[MD] Essentialism and the MOQ
Ham Priday
hampday1 at verizon.net
Sun Nov 19 21:47:21 PST 2006
Hi Joseph --
> Ham, when you state: "According to Pirsig, existence
> is everything, and reality is simply a melding of all
> differences into Quality," you have oversimplified Pirsig's
> view of evolution as 'melding'. IMO for Pirsig to propose
> evolution as moral he is proposing dimensions in
> existence rather than 'melding'. Value becomes morality
> as the analogue to a necessary order in existence.
> Disorder is a lack of value.
>
> IMO there are 7 orders of existence. The Octave of
> sound, do, re, mi, fa, sol, la, ti is an example of this order.
> The color spectrum is another example. The beauty of
> music, painting, architecture is in the relationships in this
> order in different mediums-- art. The law of seven is
> proposed in the esoteric literature of Gurdjieff,
> Ouspensky, Nicoll, Rodney Collins, as well as a law
> of three for each manifestation. Pirsig sees four orders
> of existence for morality.
Joe, your description of Value evolving into a "moral order" is fascinating,
but it leaves man out of the ontology. Surely recognizing the symmetry or
harmony of value is what man does. It is man's capacity to sense value in
the cosmos -- aesthetically, intellectually, emotionally, and
moralistically -- which gives meaning to existence. This is a
"differential" sensibility of something that is essentially whole and
undivided: the value of the Source.
I agree that most of the aesthetic examples you've cited, along with
numerical relationships, the laws of contrariety, geometric patterns,
principles of equilibrium, etc., suggest the intelligent design of the
universe. But they all require differentiation by a subject in order to be
made aware. Man is the "differentiator" who is cognizant of this cosmic
order. Without man there would be no value.
I also don't think attempting to define this order as "laws of three, four
or seven" is a useful analysis, since man can intellectually find order in
virtually any numbered scheme. In my philosophy, the root of difference
is duality -- the subject/object dichotomy which makes possible the
appearance of being. The parameters of this dichotomy are defined by the
space/time mode of experience and the opposition of being and nothingness
which is the ground of existence. Man does not create this dichotomy; it is
the negation of a pre-intellectual, uncreated source that transcends all
divisions. I call this source Essence, and I define existence as the
"actualized" or negated mode of Essence.
>From what I've read of the New Age philosophies of Gurdjieff and Ouspensky,
and the MoQ of Pirsig, I've seen no reference to a primary source and no
epistemology for the creation of proprietary awareness. In my opinion,
these philosophers have all predicated their cosmologies on the existential
perspective of scientific objectivism.

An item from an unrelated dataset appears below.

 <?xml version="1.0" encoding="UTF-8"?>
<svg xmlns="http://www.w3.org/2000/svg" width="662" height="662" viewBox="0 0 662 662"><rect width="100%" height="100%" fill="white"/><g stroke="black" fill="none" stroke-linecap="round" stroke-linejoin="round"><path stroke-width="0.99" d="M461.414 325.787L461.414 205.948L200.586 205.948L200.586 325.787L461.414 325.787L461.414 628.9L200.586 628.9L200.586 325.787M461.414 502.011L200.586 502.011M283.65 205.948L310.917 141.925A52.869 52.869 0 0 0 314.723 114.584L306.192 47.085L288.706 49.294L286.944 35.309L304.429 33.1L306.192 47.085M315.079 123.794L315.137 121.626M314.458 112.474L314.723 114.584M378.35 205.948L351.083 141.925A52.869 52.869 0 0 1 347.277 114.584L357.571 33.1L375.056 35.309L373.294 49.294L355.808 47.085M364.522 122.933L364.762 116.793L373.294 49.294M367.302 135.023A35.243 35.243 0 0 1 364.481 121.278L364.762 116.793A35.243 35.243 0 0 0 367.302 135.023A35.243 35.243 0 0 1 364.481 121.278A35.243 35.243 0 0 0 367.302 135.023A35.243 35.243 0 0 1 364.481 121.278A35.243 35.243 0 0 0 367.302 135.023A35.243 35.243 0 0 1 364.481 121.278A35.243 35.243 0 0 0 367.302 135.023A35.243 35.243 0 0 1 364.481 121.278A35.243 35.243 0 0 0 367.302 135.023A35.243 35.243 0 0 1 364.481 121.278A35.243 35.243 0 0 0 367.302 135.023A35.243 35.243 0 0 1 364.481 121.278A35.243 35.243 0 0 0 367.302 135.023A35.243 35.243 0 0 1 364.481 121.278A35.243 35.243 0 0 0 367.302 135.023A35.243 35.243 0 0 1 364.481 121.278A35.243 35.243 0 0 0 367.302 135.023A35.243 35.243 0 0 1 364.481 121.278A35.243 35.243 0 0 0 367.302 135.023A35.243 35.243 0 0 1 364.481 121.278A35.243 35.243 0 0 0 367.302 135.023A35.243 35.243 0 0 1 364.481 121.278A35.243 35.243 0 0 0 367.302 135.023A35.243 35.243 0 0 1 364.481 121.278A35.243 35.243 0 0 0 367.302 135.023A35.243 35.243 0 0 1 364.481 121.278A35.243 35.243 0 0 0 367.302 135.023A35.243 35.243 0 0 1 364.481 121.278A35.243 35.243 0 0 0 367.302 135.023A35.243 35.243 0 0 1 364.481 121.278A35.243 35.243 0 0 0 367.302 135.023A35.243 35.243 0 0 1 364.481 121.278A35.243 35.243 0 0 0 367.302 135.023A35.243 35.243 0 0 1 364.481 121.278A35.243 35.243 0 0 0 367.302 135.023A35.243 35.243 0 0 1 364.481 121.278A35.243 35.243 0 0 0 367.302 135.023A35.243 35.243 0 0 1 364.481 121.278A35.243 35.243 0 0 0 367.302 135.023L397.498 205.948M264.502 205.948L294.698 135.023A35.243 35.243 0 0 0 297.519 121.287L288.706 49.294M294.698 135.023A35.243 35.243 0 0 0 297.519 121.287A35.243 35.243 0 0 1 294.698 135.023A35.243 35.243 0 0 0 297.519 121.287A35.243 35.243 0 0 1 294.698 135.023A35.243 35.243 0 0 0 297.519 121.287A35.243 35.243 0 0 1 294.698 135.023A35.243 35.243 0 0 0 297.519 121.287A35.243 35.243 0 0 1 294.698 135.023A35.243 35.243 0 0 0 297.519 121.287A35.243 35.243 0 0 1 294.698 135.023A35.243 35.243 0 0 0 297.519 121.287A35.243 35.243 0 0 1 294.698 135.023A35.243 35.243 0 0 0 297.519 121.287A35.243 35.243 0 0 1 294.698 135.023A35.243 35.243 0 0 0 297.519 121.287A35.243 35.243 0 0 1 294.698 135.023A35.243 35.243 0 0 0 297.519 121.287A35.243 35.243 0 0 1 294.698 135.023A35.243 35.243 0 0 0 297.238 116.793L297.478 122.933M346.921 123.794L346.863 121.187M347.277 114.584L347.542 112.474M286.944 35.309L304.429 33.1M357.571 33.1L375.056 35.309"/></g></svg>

Simply stated, reality is an
otherness from which man emerges as an evolutionary byproduct. This has
wide appeal in our nihilistic culture where spirituality and a transcendent
reality are considered "religious baggage" from a pre-enlightened age, yet
these are the very concepts needed to fill the void in our understanding.
Anyway, this is what I believe.
Thanks for the beautiful scenario, Joe.